2018 is now officially in the books. On the regulatory front, supporters of President Donald Trump and small government have something to celebrate, but there’s still a long fight yet ahead.
The Ten Thousand Commandments, the “Annual Snapshot of the Federal Regulatory State” from the Competitive Enterprise Institute (CEI), is out, and it notes that the number of federal regulations handed down under Trump has reached record lows since records began to be kept in the 1970s, with a total of 3,367 for the year. Obama’s lowest count ever was 3,410. Additionally, the administration has cut down on bureaucratic regulations at a rate of four slashed for every one issued.
In fact, the report notes, the only president to have a better deregulatory year than President Trump in 2018 was President Trump in 2017, with a record low of 3,281 issued regulations and a rate of 22 cut for one issued.

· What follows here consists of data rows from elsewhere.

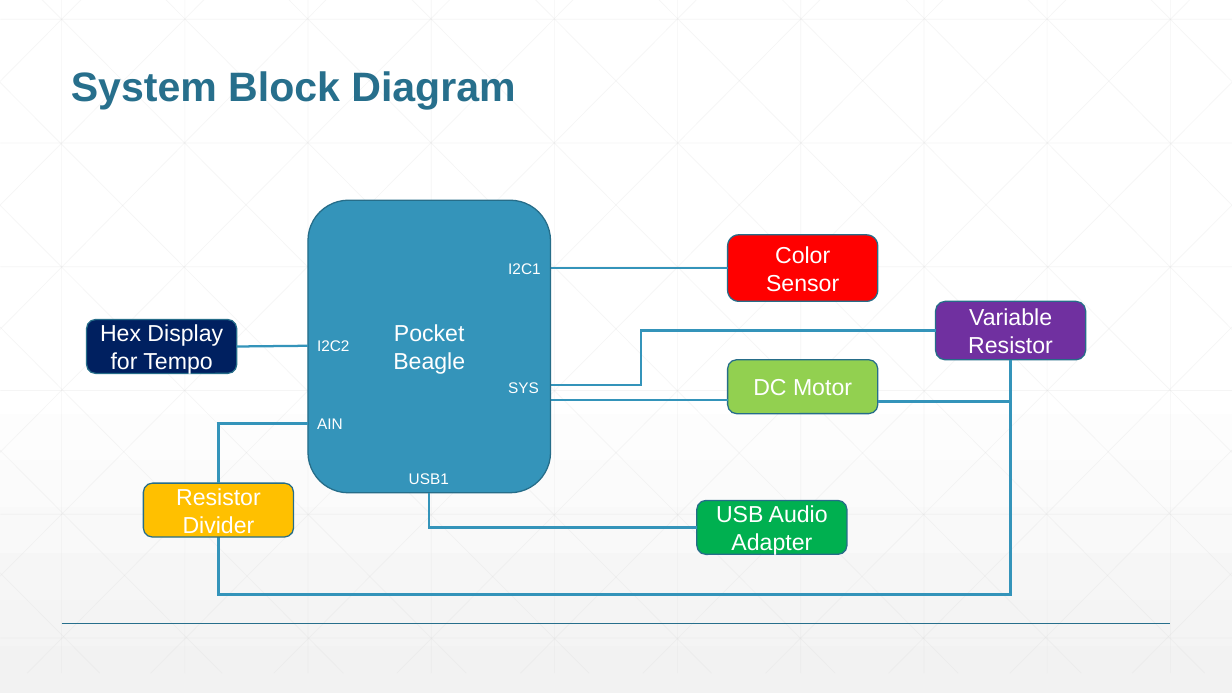
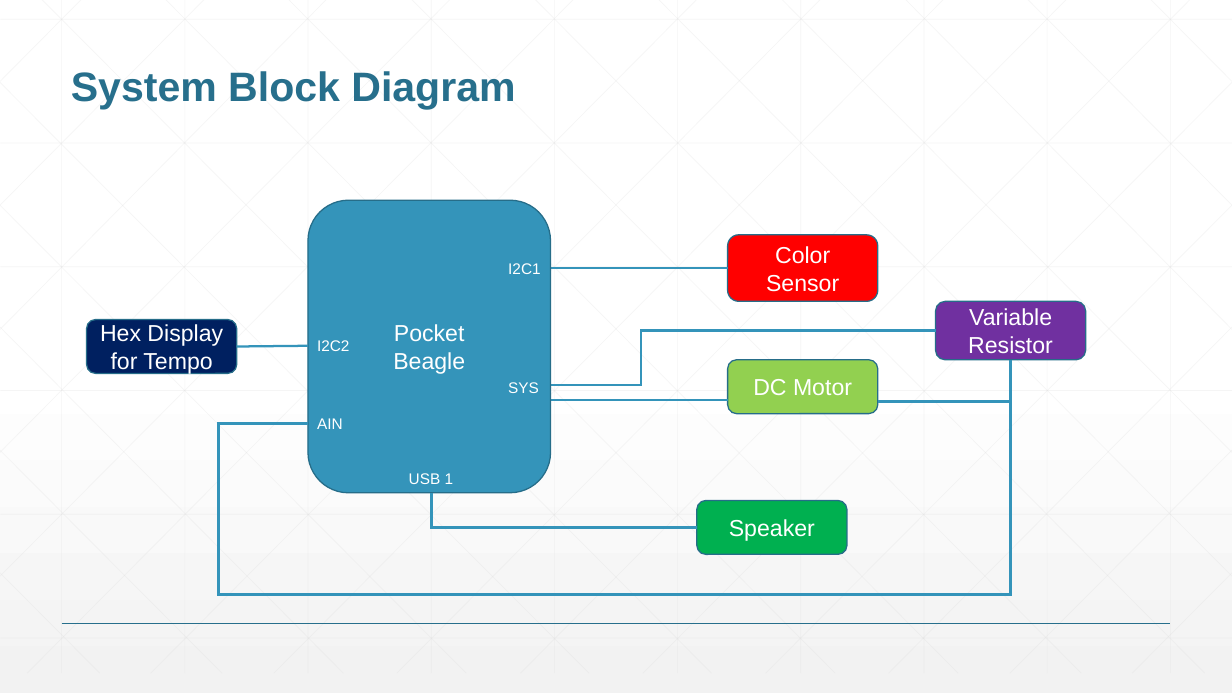
Before and after one commit to JFTito99/ENGI-301, a slide deck: slide 6 of JorgeFTito_ENGI301_project_proposal.pptx. Drawn at 1232x693 pixels with LibreOffice and Linux fonts; fonts in the diff are those of the drawing. Boxes give left, top, right and bottom in pixels: in the first picture for what was removed or moved away, otherwise in the second. Text is boxed around its words. In the diff, an @@ line names an element or a change of style, - is before the commit and + after.

Commit message:
This is the officially good powerpoint project proposal

```diff
--- a/JorgeFTito_ENGI301_project_proposal.pptx
+++ b/JorgeFTito_ENGI301_project_proposal.pptx
@@ elbow line moved from (218, 483) - (308, 423) to (218, 537) - (308, 423) @@
@@ text at <box>409,473,454,484</box>: spaces changed @@
-USB1
+USB 1
@@ rounded rectangle removed at <box>143,483,293,537</box> @@
-Resistor Divider
@@ elbow line (697, 528) - (432, 493): route changed @@
@@ text in rounded rectangle at <box>729,519,815,541</box>: text changed @@
-USB Audio Adapter
+Speaker
```

“At year-end 2018, how is President Donald Trump’s regulatory reform project going? Better than Obama, Bush II, and Clinton in terms of fewer regulations; but not as good as Trump’s own first year,” reads a blog post from CEI vice president for policy and senior fellow Clyde Crews.

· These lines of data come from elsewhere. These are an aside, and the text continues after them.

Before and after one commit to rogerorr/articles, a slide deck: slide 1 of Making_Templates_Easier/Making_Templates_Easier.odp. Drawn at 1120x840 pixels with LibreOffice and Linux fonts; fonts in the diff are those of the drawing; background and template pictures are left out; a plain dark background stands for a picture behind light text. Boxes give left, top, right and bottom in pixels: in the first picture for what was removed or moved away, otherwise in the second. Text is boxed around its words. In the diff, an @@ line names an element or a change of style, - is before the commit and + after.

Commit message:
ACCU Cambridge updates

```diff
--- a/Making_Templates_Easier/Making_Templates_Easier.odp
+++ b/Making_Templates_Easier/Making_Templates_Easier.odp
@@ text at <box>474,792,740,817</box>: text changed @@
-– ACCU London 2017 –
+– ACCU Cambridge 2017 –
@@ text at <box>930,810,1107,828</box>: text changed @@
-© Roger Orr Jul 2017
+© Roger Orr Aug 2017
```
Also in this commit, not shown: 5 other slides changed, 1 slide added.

President Trump has made a concerted effort to cut down on the size and power of the federal bureaucracy, including an executive order sent out during his first 100 days in office that required two regulations to be rescinded for every one new one.
However, there is still work to be done for those who would rather see the bulk of federal policy-making coming from the legislative branch instead of executive bureaucrats. The post from CEI also notes that, even at this record low level, the administrative state still handed down 12 regulations for every law that Congress passed.
“Even in an administration attempting to cut regulation, the number of rules from hundreds of federal agencies (nobody really knows exactly how many) will vastly outstrip the number of laws that Congress passes,” notes another CEI blog post about the index. “That represents the triumph of the Administrative State over the Constitution, and this it even holds under President Trump.”
And Crews also notes that things don’t look much better for federal deregulation with Democrats in charge of the House in the 116th Congress. He writes that “Trump’s next move should be an executive order on regulatory streamlining, with specific emphasis on agency guidance documents, that, while they are not formal regulations, nonetheless can have regulatory effect on the public.”